3-How and why should this gap be filled?
Historically, surgeons haven’t received high-quality feedback on their surgical outcomes. Our surgical center created an online dashboard to provide providers feedback on their surgical outcomes (1, 2). This gives surgeons risk adjusted rates for outcomes and covariates selected by the service. The surgeons can stratify their outcome rates to patient subsets and time frames of interest. This interactivity allows providers to understand their outcome rates better and improve learning. With all the outcomes and options available to the surgeons, there are hundreds of possible graphs to review. When people are presented with too much information and too many options, they may choose to take no action known as ‘decision paralysis’ (3,4). The addition of a visual cue might help providers narrow in on graphs worth focusing on. Our plan is to add a flag to each graph that reports the results of a heterogeneity test. This statistical test will allow providers to know if the variation they are seeing on a graph is explainable by the surgeon’s performance or driven by something else.
Where are heterogeneity tests appropriate to evaluate the differences between surgeon rates?” Are there rates where the heterogeneity test should not be applied? Low case counts with large absolute difference or high case count and low absolute difference.
4-Methods -what was done
Statistical methods to address the questions.

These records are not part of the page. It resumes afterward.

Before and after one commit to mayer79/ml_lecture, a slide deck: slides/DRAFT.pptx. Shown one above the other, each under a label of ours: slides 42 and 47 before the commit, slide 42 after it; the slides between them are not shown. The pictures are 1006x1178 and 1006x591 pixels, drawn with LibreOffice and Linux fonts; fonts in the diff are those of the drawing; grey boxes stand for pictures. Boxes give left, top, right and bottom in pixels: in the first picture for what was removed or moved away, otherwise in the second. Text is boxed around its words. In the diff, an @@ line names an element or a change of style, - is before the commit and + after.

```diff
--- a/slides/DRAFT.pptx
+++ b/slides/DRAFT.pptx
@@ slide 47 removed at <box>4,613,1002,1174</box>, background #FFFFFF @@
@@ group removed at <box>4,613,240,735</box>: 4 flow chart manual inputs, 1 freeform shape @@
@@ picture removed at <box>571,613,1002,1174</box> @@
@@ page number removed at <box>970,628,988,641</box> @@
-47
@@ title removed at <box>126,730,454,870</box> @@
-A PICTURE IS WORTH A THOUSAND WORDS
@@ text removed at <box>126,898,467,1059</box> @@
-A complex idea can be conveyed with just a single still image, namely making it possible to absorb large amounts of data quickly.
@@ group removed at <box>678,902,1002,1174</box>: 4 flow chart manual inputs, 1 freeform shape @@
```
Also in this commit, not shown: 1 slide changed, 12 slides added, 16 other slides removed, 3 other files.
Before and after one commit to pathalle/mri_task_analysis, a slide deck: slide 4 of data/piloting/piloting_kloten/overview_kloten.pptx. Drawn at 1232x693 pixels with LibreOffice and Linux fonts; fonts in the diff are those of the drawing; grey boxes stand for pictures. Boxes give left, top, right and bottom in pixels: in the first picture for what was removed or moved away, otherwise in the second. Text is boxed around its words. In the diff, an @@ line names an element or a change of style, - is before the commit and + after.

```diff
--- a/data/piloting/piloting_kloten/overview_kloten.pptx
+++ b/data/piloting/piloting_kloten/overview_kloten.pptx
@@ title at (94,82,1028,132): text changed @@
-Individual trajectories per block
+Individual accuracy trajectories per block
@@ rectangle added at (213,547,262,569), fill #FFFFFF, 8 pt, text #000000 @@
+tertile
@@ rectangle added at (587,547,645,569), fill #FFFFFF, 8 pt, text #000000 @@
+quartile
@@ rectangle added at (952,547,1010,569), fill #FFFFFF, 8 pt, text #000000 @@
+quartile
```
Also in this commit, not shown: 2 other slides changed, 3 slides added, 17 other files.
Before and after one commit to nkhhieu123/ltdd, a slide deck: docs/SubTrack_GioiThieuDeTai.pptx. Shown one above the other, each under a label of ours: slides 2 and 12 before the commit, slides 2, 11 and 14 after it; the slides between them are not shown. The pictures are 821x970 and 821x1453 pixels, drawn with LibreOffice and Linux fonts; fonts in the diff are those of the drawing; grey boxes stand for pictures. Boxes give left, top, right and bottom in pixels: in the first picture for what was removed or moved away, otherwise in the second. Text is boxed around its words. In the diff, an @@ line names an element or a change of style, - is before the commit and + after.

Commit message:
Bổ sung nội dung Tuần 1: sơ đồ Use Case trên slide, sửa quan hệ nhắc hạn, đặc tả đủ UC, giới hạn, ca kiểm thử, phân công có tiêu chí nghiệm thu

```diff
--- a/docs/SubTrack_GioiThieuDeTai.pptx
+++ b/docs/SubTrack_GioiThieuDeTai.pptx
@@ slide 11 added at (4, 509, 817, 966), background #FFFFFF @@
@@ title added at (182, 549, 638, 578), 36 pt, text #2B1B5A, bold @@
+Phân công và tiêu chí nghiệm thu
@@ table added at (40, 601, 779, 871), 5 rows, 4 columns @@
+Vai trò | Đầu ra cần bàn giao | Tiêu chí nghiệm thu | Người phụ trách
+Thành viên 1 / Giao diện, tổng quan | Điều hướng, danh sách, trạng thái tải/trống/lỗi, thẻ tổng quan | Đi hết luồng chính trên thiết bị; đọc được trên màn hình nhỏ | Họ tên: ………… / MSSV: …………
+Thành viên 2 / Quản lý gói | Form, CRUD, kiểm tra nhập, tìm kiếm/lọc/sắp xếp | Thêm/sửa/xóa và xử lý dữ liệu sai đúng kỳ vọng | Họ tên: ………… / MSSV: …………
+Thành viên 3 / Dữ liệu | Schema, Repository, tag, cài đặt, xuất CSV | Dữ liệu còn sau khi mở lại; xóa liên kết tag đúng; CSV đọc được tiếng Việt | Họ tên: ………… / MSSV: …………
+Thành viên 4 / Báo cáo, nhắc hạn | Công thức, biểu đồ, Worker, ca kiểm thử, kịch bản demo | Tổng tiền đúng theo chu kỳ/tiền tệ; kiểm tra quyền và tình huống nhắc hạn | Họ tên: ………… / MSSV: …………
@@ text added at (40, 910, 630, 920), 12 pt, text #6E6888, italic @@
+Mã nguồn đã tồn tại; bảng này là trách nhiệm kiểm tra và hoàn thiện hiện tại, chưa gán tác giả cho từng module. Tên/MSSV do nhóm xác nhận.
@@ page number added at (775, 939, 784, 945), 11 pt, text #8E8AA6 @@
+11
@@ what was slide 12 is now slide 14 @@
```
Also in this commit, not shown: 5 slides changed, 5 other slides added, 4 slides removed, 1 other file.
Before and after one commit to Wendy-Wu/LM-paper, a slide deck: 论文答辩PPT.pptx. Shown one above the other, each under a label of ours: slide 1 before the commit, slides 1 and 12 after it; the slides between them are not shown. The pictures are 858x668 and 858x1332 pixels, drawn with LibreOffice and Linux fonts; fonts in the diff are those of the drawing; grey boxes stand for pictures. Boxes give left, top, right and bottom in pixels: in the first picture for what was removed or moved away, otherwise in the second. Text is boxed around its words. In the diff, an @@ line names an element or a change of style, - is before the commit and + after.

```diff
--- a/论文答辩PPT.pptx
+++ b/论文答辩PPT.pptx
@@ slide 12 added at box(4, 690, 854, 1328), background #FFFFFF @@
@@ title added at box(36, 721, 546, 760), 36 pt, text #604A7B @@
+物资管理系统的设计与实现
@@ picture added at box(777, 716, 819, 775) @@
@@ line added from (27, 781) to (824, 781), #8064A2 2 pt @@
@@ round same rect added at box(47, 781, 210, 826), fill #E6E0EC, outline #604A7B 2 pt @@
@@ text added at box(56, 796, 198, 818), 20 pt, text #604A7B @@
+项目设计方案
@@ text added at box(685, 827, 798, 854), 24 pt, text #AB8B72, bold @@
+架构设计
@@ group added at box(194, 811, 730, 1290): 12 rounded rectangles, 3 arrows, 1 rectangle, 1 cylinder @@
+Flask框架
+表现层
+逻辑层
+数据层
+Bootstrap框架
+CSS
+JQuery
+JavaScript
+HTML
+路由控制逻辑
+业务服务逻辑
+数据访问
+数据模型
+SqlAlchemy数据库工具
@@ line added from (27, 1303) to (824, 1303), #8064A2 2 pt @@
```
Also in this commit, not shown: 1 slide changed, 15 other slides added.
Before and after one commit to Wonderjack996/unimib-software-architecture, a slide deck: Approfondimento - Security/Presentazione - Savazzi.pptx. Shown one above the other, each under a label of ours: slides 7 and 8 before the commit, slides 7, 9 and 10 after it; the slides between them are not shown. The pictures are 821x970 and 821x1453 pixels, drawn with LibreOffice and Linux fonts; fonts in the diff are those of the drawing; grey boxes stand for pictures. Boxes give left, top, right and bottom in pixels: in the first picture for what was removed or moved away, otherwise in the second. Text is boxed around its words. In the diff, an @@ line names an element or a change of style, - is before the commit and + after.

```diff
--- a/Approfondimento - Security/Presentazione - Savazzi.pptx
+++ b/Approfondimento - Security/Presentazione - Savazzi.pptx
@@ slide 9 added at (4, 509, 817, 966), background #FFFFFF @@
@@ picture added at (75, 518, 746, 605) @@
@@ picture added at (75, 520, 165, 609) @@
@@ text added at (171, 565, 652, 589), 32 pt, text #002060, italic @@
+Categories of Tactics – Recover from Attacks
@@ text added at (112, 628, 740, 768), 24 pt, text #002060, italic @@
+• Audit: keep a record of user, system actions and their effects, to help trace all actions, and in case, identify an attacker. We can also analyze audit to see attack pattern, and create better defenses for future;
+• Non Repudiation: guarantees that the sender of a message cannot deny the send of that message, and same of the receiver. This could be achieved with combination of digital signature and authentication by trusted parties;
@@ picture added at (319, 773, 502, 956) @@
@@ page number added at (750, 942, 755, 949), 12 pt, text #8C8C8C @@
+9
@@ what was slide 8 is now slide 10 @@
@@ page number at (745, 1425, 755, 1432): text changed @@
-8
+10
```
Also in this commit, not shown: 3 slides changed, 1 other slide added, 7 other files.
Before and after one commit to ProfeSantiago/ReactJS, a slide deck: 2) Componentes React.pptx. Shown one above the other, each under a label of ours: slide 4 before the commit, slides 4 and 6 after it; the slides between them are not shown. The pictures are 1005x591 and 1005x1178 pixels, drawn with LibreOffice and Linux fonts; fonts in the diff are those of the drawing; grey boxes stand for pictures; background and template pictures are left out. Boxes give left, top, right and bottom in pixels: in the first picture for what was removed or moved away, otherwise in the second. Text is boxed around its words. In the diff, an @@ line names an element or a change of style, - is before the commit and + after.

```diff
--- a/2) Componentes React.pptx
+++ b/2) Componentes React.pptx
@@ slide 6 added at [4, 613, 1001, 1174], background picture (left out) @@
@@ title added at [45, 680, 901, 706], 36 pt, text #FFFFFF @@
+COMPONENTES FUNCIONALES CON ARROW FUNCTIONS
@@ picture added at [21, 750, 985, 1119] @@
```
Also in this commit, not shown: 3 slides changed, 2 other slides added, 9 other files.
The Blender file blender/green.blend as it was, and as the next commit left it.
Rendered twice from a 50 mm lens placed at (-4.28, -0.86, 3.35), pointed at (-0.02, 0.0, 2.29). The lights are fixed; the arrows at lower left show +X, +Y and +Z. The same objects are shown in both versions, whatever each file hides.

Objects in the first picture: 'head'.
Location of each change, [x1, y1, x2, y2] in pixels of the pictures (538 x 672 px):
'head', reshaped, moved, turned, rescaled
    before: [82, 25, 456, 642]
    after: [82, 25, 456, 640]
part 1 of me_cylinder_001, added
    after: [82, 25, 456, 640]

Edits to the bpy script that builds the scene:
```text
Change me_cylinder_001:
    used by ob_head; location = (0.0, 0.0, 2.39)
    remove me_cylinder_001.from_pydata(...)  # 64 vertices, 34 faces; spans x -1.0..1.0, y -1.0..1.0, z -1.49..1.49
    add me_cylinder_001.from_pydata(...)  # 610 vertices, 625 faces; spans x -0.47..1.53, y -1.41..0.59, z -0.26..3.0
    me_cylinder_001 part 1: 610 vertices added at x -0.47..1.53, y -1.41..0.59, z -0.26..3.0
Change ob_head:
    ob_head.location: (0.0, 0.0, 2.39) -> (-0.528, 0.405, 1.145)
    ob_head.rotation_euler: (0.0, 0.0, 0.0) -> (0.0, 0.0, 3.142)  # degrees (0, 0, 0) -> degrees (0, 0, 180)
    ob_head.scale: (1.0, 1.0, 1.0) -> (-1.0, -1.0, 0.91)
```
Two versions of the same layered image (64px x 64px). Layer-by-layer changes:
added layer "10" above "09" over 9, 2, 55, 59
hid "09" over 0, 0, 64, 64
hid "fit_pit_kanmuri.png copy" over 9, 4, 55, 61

I’m using non-public surgical outcome datasets and then creating simulated datasets based on actual surgical outcome datasets to evaluate my research question. My simulated data will be equivalent to random-effects studies, where we assume that the underlying relationship between the surgical outcome and the surgeon may be different due to moderators (covariates) that drive the heterogeneity that we observe. Often in meta-analysis, the beta values of these moderators are unknown and a range of values may need to be employed. I have built simulated data but haven’t currently added the moderator. The reason being that the magnitude of the covariates is related to the underlying data. We can use the ‘metafor’ R package to help generate our simulated datasets.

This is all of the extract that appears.